The Applied Technology Council is working to create a neutral file format that can reliably transfer structural engineering information from one form of BIM software to another. The ATC is a nonprofit that was established to serve the role of moderator in technology transference.

July 01, 2008

The Applied Technology Council is working to create a neutral file format that can reliably transfer structural engineering information from one form of BIM software to another. The ATC is a nonprofit that was established to serve the role of moderator in technology transference.

The $400,000 project is being funded by the Charles Pankow Foundation, which was started by California builder Charles J. Pankow of Pankow Builders to support advances in building design and construction.
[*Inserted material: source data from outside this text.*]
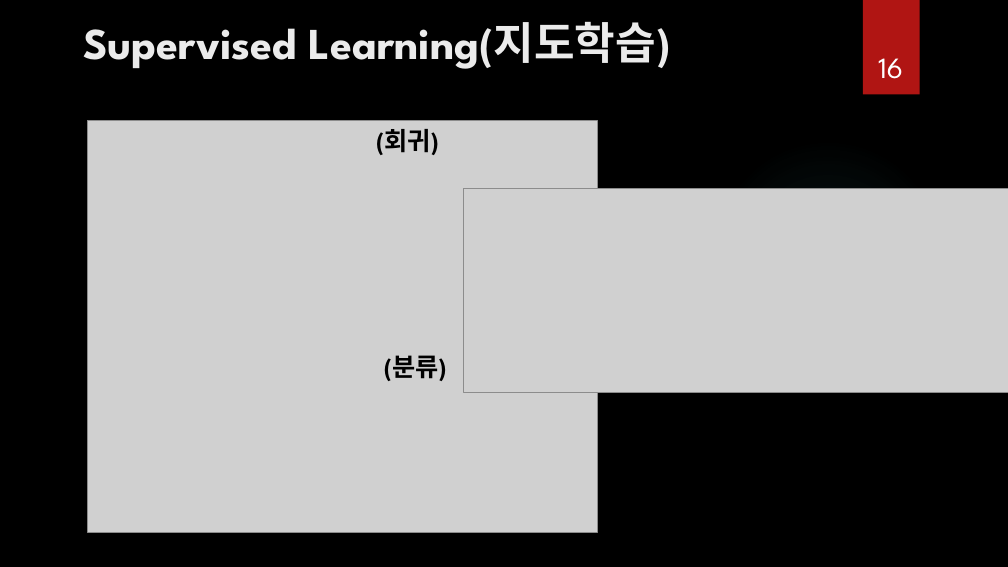
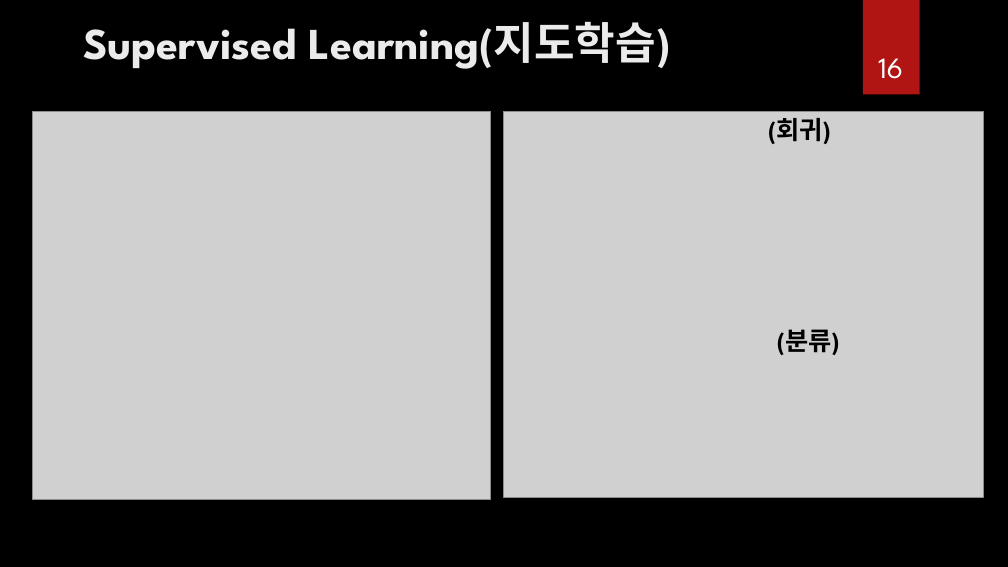
Before and after one commit to ancestor9/Introduction-to-BigData-Analysis, a slide deck: slide 16 of AI 역량강화.pptx. Drawn at 1008x567 pixels with LibreOffice and Linux fonts; fonts in the diff are those of the drawing; grey boxes stand for pictures; background and template pictures are left out. Boxes give left, top, right and bottom in pixels: in the first picture for what was removed or moved away, otherwise in the second. Text is boxed around its words. In the diff, an @@ line names an element or a change of style, - is before the commit and + after.

```diff
--- a/AI 역량강화.pptx
+++ b/AI 역량강화.pptx
@@ picture added at (33,111,491,500) @@
@@ picture: place and size @@
-picture at (88,121,598,532)
+picture at (504,111,983,498)
@@ text "(회귀)": place and size @@
-text "(회귀)" at (376,129,439,155)
+text "(회귀)" at (768,118,831,144)
@@ ellipse removed at (712,138,944,371) @@
@@ picture removed at (464,188,1008,392) @@
@@ text "(분류)": place and size @@
-text "(분류)" at (384,355,447,381)
+text "(분류)" at (777,329,840,355)
```
Also in this commit, not shown: 20 other slides changed, 1 other file.

The project brings together panels of researchers, engineering professionals and software developers to create structural component Industry Foundation Classes, a BIM file format that was developed by the International Alliance for Interoperability to create interoperability in the building industry.

Representatives from software companies such as AutoDesk, which created BIM program Revit Structure, and Bentley, which created Bentley Structure, will participate on the project management committee with industry representatives from the American Institute of Steel Construction and the American Concrete Institute, according to the Portland, OR, Daily Journal of Commerce.

The ease of exchanging information on BIM using these neutral files has been proven abroad; the Danish government has already made IFCs a standard for its public building projects. It is also used by the automotive and aviation industries in the U.S. But the technology hasn’t yet taken off in the structural engineering industry because it is made up of disassociated, small companies that can’t support the effort on their own.

The buildingSMART alliance, which developed the National Building Information Model Standard, identified that loss of productivity from glitches in BIM software costs firms nearly $399 billion each year.

The Applied Technology Council, 40 percent complete with the project, is currently generating the initial software code for the IFCs. In August, the software exchanges will be tested by using sample projects.